Feature Testing: M.2 x4 - PCI-E 3.0 vs. PCI-E 2.0

One of the more disappointing aspects of this new Ryzen + X370 combo is the limited amount of PCI-E lanes. While the processors themselves have a respectable 24 PCI-E 3.0 lanes - compared to 20 total on Kaby Lake - the AMD X370 chipset itself only has eight PCI-E 2.0 lanes. By comparison, the Intel Z270 PCH has an incredible 24 PCI-E 3.0 lanes, and thus almost 6 times the bandwidth capabilities. This disparity makes itself apparent when divvying up the lanes for high-speed storage.
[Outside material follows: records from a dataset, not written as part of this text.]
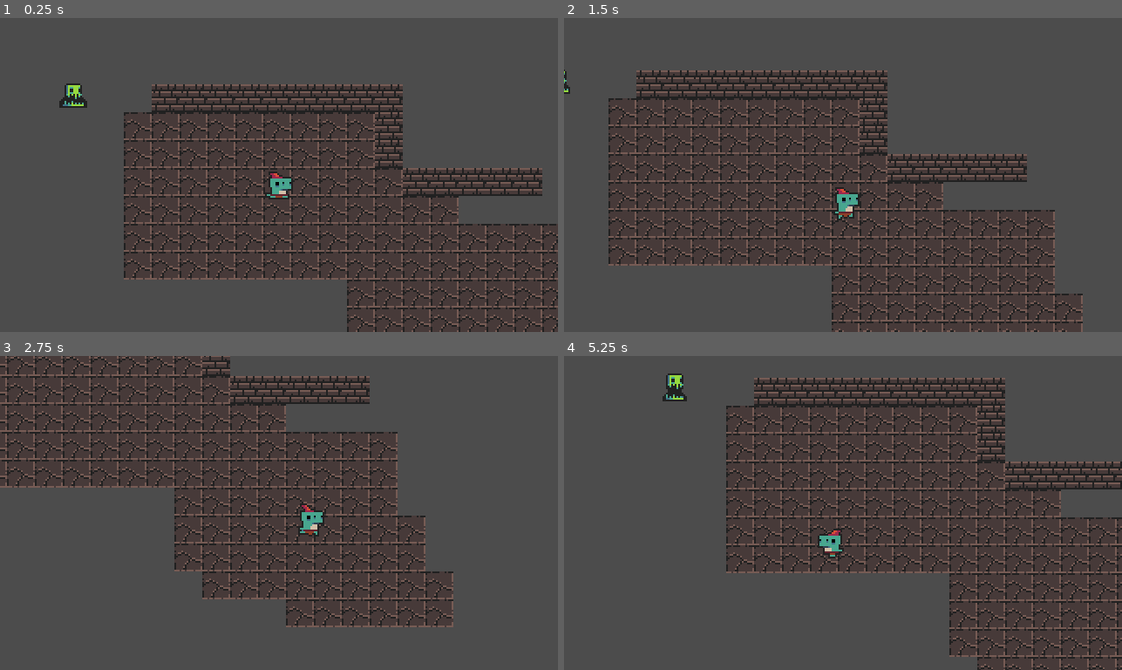
Above: before the commit, frames 1-4 (two rows, left to right).
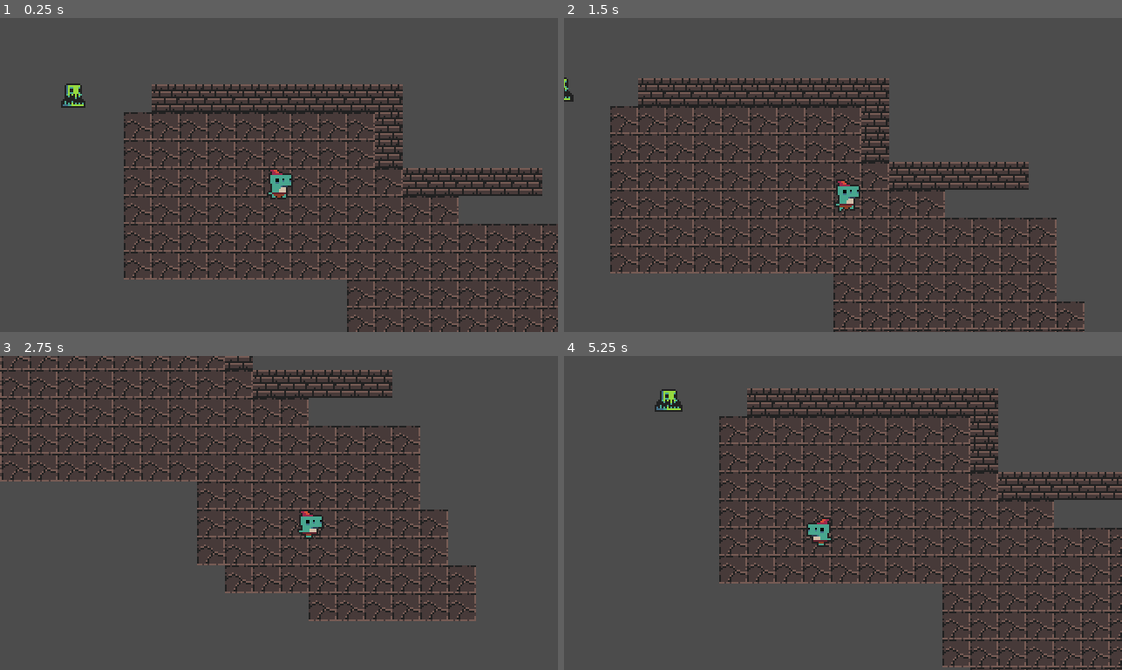
Above: after the commit, the same moments.

Repository: Lynneo002/top-down-food-shooter
Game: Godot game, scene res://Node2D.tscn
Same seed, same stepped clock (60 frames per second), same inputs: the game is played once before the commit and once after it.
Inputs:
- Up to frame 1 (0.25 s): no input
- Up to frame 2 (1.5 s): hold Right (ui_right) 0.53-1.28 s; hold Down (ui_down) from 1.28 s (still down)
- Up to frame 3 (2.75 s): release Down (ui_down) at 2.03 s; hold Right (ui_right) from 2.03 s (still down)
- Up to frame 4 (5.25 s): release Right (ui_right) at 2.78 s; hold Up (ui_up) 2.78-3.53 s; hold Left (ui_left) 3.53-5.03 s; hold Down (ui_down) from 5.03 s (still down)

The runs differ from the first frame. In frame 1, 0.2% of the frame differs, in the area x 10-53%, y 25-58%; in frame 2, 25%; in frame 3, 24%; in frame 4, 26%, in the area x 16-100%, y 5-100%.

Commit message:
Changed movement to sliding type
Changed code to use action_strength

Diff:
--- a/Enemy.tscn
+++ b/Enemy.tscn
@@ -21,14 +21,14 @@
 "name": "idle",
 "speed": 5.0
 }, {
+"frames": [ ExtResource( 10 ), ExtResource( 11 ), ExtResource( 12 ), ExtResource( 13 ) ],
+"loop": true,
+"name": "enemy run",
+"speed": 5.0
+}, {
 "frames": [ ExtResource( 6 ), ExtResource( 8 ), ExtResource( 7 ), ExtResource( 9 ) ],
 "loop": true,
 "name": "run",
-"speed": 5.0
-}, {
-"frames": [ ExtResource( 10 ), ExtResource( 11 ), ExtResource( 12 ), ExtResource( 13 ) ],
-"loop": true,
-"name": "enemy run",
 "speed": 5.0
 } ]
 
@@ -45,6 +45,7 @@
 [node name="AnimatedSprite" type="AnimatedSprite" parent="."]
 frames = SubResource( 1 )
 animation = "enemy run"
+frame = 2
 playing = true
 
 [node name="CollisionShape2D" type="CollisionShape2D" parent="."]
--- a/KinematicBody2D.gd
+++ b/KinematicBody2D.gd
@@ -1,27 +1,36 @@
 extends KinematicBody2D
 
-export var speed = 100
+export var ACCELERATION = 500
+export var MAX_SPEED = 100
+export var FRICTION = 500
+
+var velocity = Vector2.ZERO
+
 var is_player = true
 func _physics_process(delta):
-	var velocity = Vector2.ZERO
+	var input_vector = Vector2.ZERO
 	# Make the player move when the arrow keys pressed
+	input_vector.x = Input.get_action_strength("ui_right") - Input.get_action_strength("ui_left")
+	input_vector.y = Input.get_action_strength("ui_down") - Input.get_action_strength("ui_up")
+	input_vector = input_vector.normalized()
+
+	if input_vector!=Vector2.ZERO:
+		#ACCELERATION is frame based while delta makes it pixel based.
+		velocity = velocity.move_toward(input_vector * MAX_SPEED, ACCELERATION * delta)
+	else:
+		#Apply friction when no input
+		velocity = velocity.move_toward(Vector2.ZERO, FRICTION * delta)
+
+	velocity = move_and_slide(velocity)
+
 	if Input.is_action_pressed("ui_left"):
-		velocity.x -= 1
 		$AnimatedSprite.flip_h = true
 	if Input.is_action_pressed("ui_right"):
-		velocity.x += 1
 		$AnimatedSprite.flip_h = false
-	if Input.is_action_pressed("ui_up"):
-		velocity.y -= 1
-	if Input.is_action_pressed("ui_down"):
-		velocity.y += 1
 	if velocity == Vector2.ZERO:
 		$AnimatedSprite.play("idle")
 	else:
 		$AnimatedSprite.play("run")
-	move_and_slide(velocity * speed)
-
-
 
 func _on_Area2D_body_entered(body):
 	hide()
--- a/KinematicBody2D.tscn
+++ b/KinematicBody2D.tscn
@@ -36,7 +36,7 @@
 [node name="AnimatedSprite" type="AnimatedSprite" parent="."]
 frames = SubResource( 1 )
 animation = "idle"
-frame = 1
+frame = 2
 playing = true
 
 [node name="CollisionShape2D" type="CollisionShape2D" parent="."]

Now what is interesting is that unlike Intel which leans heavily on its chipset for all storage connectivity, AMD made the decision to allocate four of those CPU-based PCI-E 3.0 lanes for storage purposes, which means that the chipset lanes go untouched. However, since the ASRock X370 Taichi motherboard comes with two M.2 slots, we have now encountered a unique situation whereby the primary slot that gets four PCI-E 3.0 lanes from the processor is obviously much faster than the secondary slot which runs off the chipset at PCI-E 2.0 x4. The difference between PCI-E 3.0 x4 and PCI-E x2.0 is technically 4GB/s versus 2GB/s, but the real-life numbers are roughly 3.5GB/s versus 1.6GB/s. This latter figure will obviously bottleneck most of the higher-end NVMe SSDs currently available, for example the Samsung SSD 950 PRO 256GB.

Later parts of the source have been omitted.